As Canadian producers line up to export liquefied natural gas (LNG), an effort has formed to answer safety questions about hydraulic fracturing (fracking), which is built into industry plans to make British Columbia (BC) shale deposits the prime supply source for LNG exports.

In a first look into one of the environmental fears aroused by the technology — earthquakes — the BC Oil and Gas Commission (BCOGC) has collected evidence that the side-effect exists, but not on a harmful scale. Sensitive instruments have detected 272 subterranean shocks associated with more than 8,000 uses of high-pressure fluid fracking on northern BC’s deeply buried shale gas to date, about one occurrence for every 29 wells. But only one of the subterranean movements was strong enough to be felt above ground, BCOGC said in a report titled “Investigation of Observed Seismicity in the Horn River Basin.”

The lone notable vibration fell well short of an earth-shattering scare, said an account of the moment on May 19, 2011, which was logged by scientists in Canada’s Department of Natural Resources (NRCan) and unearthed by the BCOGC inquiry.

“Only one event studied within this investigation was reported felt at surface,” the BC commission said. “NRCan’s report indicates that the event was ‘felt by workers in the bush.’ No injuries or damage to surface structures were reported for this or any of the events studied within this investigation.” In more than half a century of oil and gas activity, BC has only one fully documented case of earthquakes induced by industry operations. A series of shocks were recorded over a 10-year period. But the events happened in 1984-94, or about 15 years before fracking reached BC. The site was a conventional oil field near the regional industry capital of Fort St. John, about 400 kilometers (240 miles) south of the Horn River Shale drilling area near BC’s northern border with the Yukon and Northwest Territories.

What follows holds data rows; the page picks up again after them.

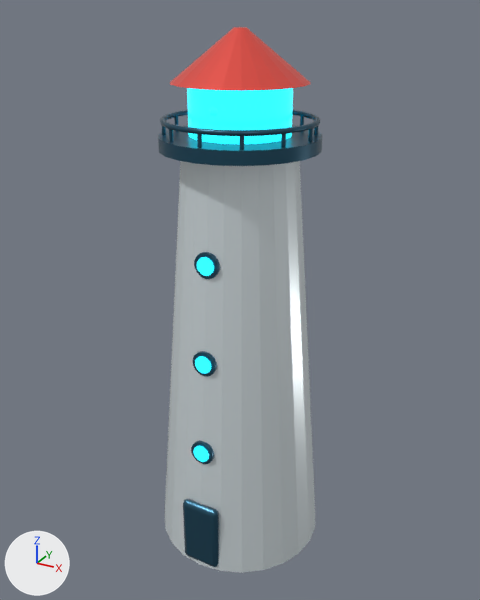
The glTF model public/models/lighthouse.glb, before and after one commit.
Rendered twice from a 50 mm lens placed at (4.29, -7.8, 7.87), pointed at (-0.03, 0.04, 3.95). The axes (+X, +Y, +Z) are drawn at lower left. The lights are the same throughout. The first picture is the older version. Where no turn or scale is listed for an object, it has been applied to the vertices. Vertices at exactly the same position are counted once.

The first picture shows 'BeamAnchor', 'Door', 'RedBand', 'Tower'.
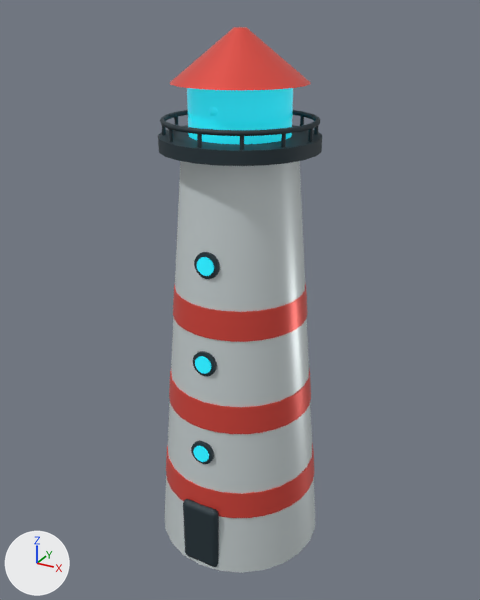
Pixel boxes (x1, y1, x2, y2) of what changed, in the pictures (480 x 600 px):
'RedBand', reshaped
    before: (170, 27, 311, 91)
    after: (166, 27, 314, 518)
'Door', recoloured, surface changed
    both: (158, 110, 322, 567)
'BeamAnchor', recoloured
    both: (187, 88, 293, 462)
part 1 of me_cylinder_034, added (red)
    after: (166, 443, 314, 518)
part 2 of me_cylinder_034, added (red)
    after: (169, 370, 311, 434)
part 3 of me_cylinder_034, added (red)
    after: (173, 284, 307, 342)

Edits to the bpy script that builds the scene:
```text
Change mat_aurora_cyan:
    mat_aurora_cyan.emission_color: (0.02, 0.8, 1.0) -> (0.009, 0.36, 0.45)  # cyan #27e7ff -> cyan #18a2b3
Change mat_joint_navy:
    mat_joint_navy.base_color: (0.025, 0.1, 0.16) -> (0.018, 0.035, 0.045)  # dark blue #2c596f -> dark cyan #24353c
    mat_joint_navy.roughness: 0.3 -> 0.64
Change me_cylinder_034:
    used by ob_redband; location = (0.0, 0.0, 1.2)
    remove me_cylinder_034.from_pydata(...)  # 192 vertices, 368 faces; spans x -1.02..1.02, y -1.02..1.02, z -0.21..6.44
    add me_cylinder_034.from_pydata(...)  # 240 vertices, 464 faces; spans x -1.21..1.21, y -1.21..1.21, z -0.21..6.44
    me_cylinder_034 part 1: a new loose piece, a 32-sided cut cone along z (radius 1.21 at the low end, 1.18 at the high end) spanning x -1.21..1.21, y -1.21..1.21, z -0.21..0.21, in mat_lighthouse_red (red #ea5045)
    me_cylinder_034 part 2: a new loose piece, a 32-sided cut cone along z (radius 1.1 at the low end, 1.06 at the high end) spanning x -1.1..1.1, y -1.1..1.1, z 1.19..1.61, in mat_lighthouse_red (red #ea5045)
    me_cylinder_034 part 3: a new loose piece, a 32-sided cut cone along z (radius 0.98 at the low end, 0.95 at the high end) spanning x -0.98..0.98, y -0.98..0.98, z 2.59..3.01, in mat_lighthouse_red (red #ea5045)
    other edits to the shape of me_cylinder_034 do not show in these pictures
```

“High-pressure fluid injection for secondary oil recovery was identified as a possible cause.” Like UK and U.S. inquiries into industry-induced earthquakes, the BC examination points to changes in pressure and liquids along natural geological fault lines as the most likely driver of the seismic events.

In response to the shaking at Fort St. John, BC authorities ordered a reduction of the pressure used by the oil field operation. “Since that time, reservoir waterflood and injection pressures within British Columbia are required to be maintained below levels capable of re-opening pre-existing fractures or faults,” said BCOGC. The Canadian Association of Petroleum Producers (CAPP) supported the inquiry and encouraged all concerned to press ahead with the scientific work. Further investigations are planned, including increased use of the most sensitive seismic instruments available for portable arrays of detectors capable of reaching mobile fracking operations in the remote BC shale gas region.

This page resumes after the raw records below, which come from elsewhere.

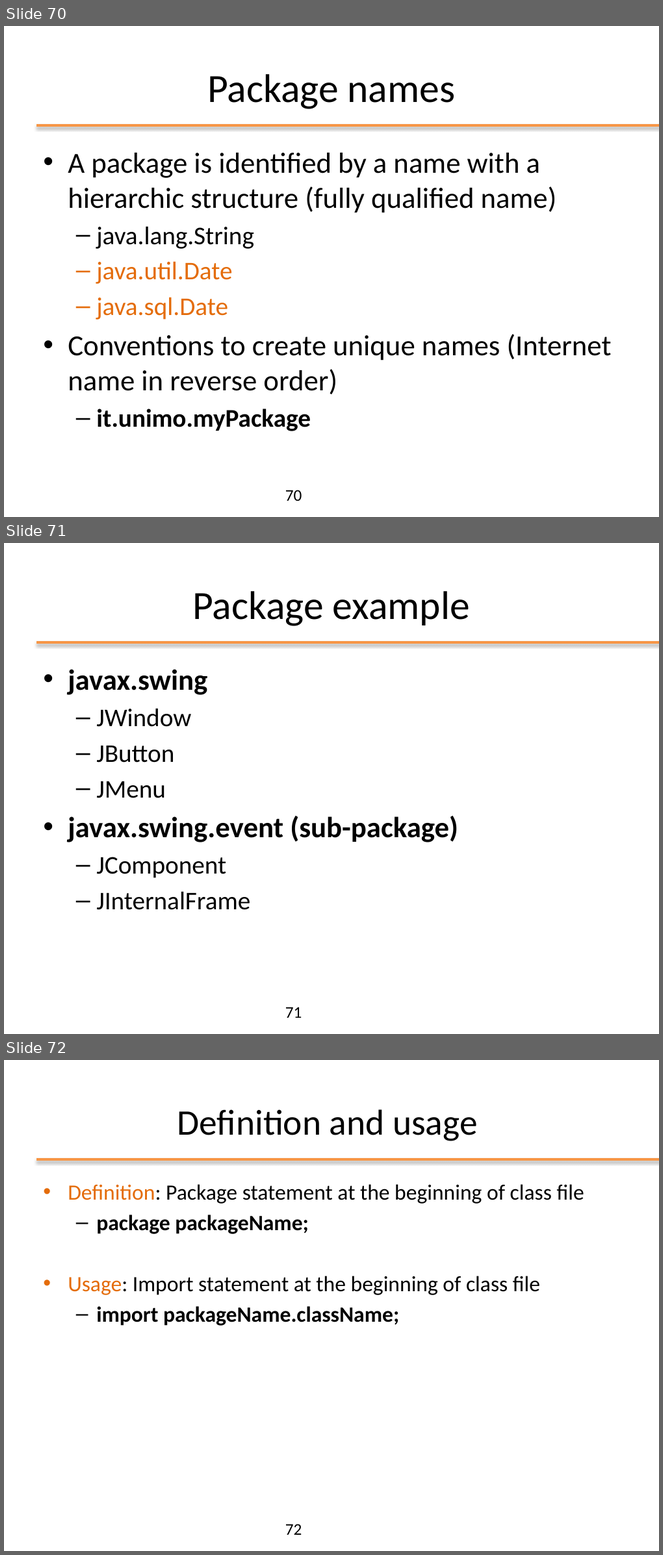
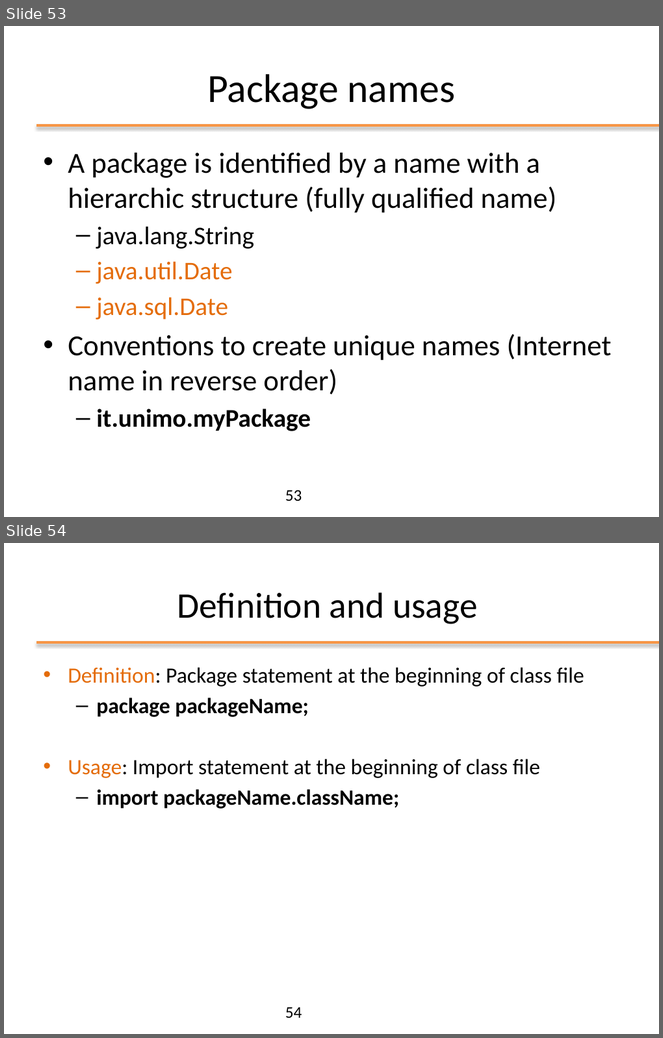
Before and after one commit to matt498/ooprogramming, a slide deck: slides/ppt/02_OOP_Basics.pptx. Shown one above the other, each under a label of ours: slides 70, 71 and 72 before the commit, slides 53 and 54 after it. The pictures are 663x1555 and 663x1038 pixels, drawn with LibreOffice and Linux fonts; fonts in the diff are those of the drawing; background and template pictures are left out. Boxes give left, top, right and bottom in pixels: in the first picture for what was removed or moved away, otherwise in the second. Text is boxed around its words. In the diff, an @@ line names an element or a change of style, - is before the commit and + after.

```diff
--- a/slides/ppt/02_OOP_Basics.pptx
+++ b/slides/ppt/02_OOP_Basics.pptx
@@ slide 71 removed at (4,543,659,1034), background #FFFFFF; not listed: 1 template element that a slide beside it also shows @@
@@ title removed at (192,591,470,626) @@
-Package example
@@ text removed at (68,669,458,910) @@
-• javax.swing
-  – JWindow
-  – JButton
-  – JMenu
-• javax.swing.event (sub-package)
-  – JComponent
-  – JInternalFrame
@@ page number removed at (285,1007,302,1018) @@
-71
@@ what was slide 70 is now slide 53 @@
@@ page number at (285,490,302,501): text changed @@
-70
+53
@@ what was slide 72 is now slide 54 @@
@@ page number at (285,1007,302,1018): text changed @@
-72
+54
```
Also in this commit, not shown: 1 slide changed, 1 slide added, 4 other files.

The industry and BCOGC took their cue from the National Energy Board (NEB). In a 2010 decision to grant the first in an unfolding series of 20-year LNG export licenses, the NEB made it plain that federal authorities expect provincial regulation and industry practice to establish environmentally acceptable shale supply development practices. The Conservative government in Ottawa this year sent the same message with a regulatory reform package that abolished environmental reviews for export license applications and created an option for assessments of supply development schemes to be delegated to provincial agencies when their rules are up to national standards.

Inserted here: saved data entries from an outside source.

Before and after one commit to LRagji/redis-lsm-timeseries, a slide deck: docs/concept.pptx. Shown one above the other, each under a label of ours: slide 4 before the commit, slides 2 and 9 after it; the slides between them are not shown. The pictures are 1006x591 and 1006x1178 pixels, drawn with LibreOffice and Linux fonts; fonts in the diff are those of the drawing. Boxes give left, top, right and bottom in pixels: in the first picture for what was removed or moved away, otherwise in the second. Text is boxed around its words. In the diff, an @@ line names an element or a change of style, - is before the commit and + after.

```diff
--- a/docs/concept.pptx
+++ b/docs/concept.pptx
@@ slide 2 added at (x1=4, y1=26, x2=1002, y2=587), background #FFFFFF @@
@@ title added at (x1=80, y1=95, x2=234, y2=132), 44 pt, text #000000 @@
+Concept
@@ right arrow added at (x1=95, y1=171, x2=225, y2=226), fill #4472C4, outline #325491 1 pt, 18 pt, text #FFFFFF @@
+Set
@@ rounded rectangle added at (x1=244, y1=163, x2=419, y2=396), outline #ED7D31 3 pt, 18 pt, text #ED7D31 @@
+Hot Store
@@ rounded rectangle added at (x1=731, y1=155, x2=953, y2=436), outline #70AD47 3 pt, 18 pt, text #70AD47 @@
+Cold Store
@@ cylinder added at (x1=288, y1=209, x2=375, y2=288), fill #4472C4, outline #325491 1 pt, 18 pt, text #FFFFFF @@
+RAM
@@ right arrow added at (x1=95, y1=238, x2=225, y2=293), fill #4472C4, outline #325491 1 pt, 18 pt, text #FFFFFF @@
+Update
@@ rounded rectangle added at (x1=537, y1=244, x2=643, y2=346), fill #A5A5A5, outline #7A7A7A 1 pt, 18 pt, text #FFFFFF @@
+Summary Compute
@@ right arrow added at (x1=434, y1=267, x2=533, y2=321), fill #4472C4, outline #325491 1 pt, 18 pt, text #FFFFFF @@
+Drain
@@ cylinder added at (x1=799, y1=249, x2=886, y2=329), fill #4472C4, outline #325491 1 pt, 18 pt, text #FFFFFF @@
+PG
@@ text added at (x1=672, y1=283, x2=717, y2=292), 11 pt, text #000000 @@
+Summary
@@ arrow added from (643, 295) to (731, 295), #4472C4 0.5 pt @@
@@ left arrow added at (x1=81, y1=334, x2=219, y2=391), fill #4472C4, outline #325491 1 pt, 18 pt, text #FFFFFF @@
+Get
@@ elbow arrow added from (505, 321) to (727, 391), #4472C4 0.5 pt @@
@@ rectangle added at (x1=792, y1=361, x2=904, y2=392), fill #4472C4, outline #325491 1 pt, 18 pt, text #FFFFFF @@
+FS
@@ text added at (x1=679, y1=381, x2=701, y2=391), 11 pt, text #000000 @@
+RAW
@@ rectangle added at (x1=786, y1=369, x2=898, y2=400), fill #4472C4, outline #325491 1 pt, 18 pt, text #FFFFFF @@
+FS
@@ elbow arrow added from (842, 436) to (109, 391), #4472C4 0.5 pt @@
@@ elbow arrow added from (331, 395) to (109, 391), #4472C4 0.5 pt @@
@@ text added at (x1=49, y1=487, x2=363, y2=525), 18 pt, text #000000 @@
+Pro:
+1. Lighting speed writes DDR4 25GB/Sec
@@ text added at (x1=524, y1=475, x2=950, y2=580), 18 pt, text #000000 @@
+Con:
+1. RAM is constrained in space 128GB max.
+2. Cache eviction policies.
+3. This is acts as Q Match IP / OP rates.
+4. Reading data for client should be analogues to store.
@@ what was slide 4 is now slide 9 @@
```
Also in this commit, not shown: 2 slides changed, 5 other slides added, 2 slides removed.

The favorable export ruling said, “The board is satisfied that there is a comprehensive regulatory and environmental assessment scheme that will consider environmental and socio-economic effects related to the development of the Horn River Basin.”

The first three long LNG export schemes that have gone before the NEB to date call for total overseas tanker shipments of 45 Tcf of liquefied gas. The volume equals 65% of the combined currently established gas reserves of BC and Alberta. Industry plans call for much of the gas for the LNG to be developed by tapping BC’s Horn River and smaller northern shale deposits at an accelerating rate with increasingly intense use of fracking. The northern BC industry is forecast to expand steadily as trade grows with gas distributors and users in China, Japan and South Korea that have bought investment shares in production programs as well as terminal and pipeline projects.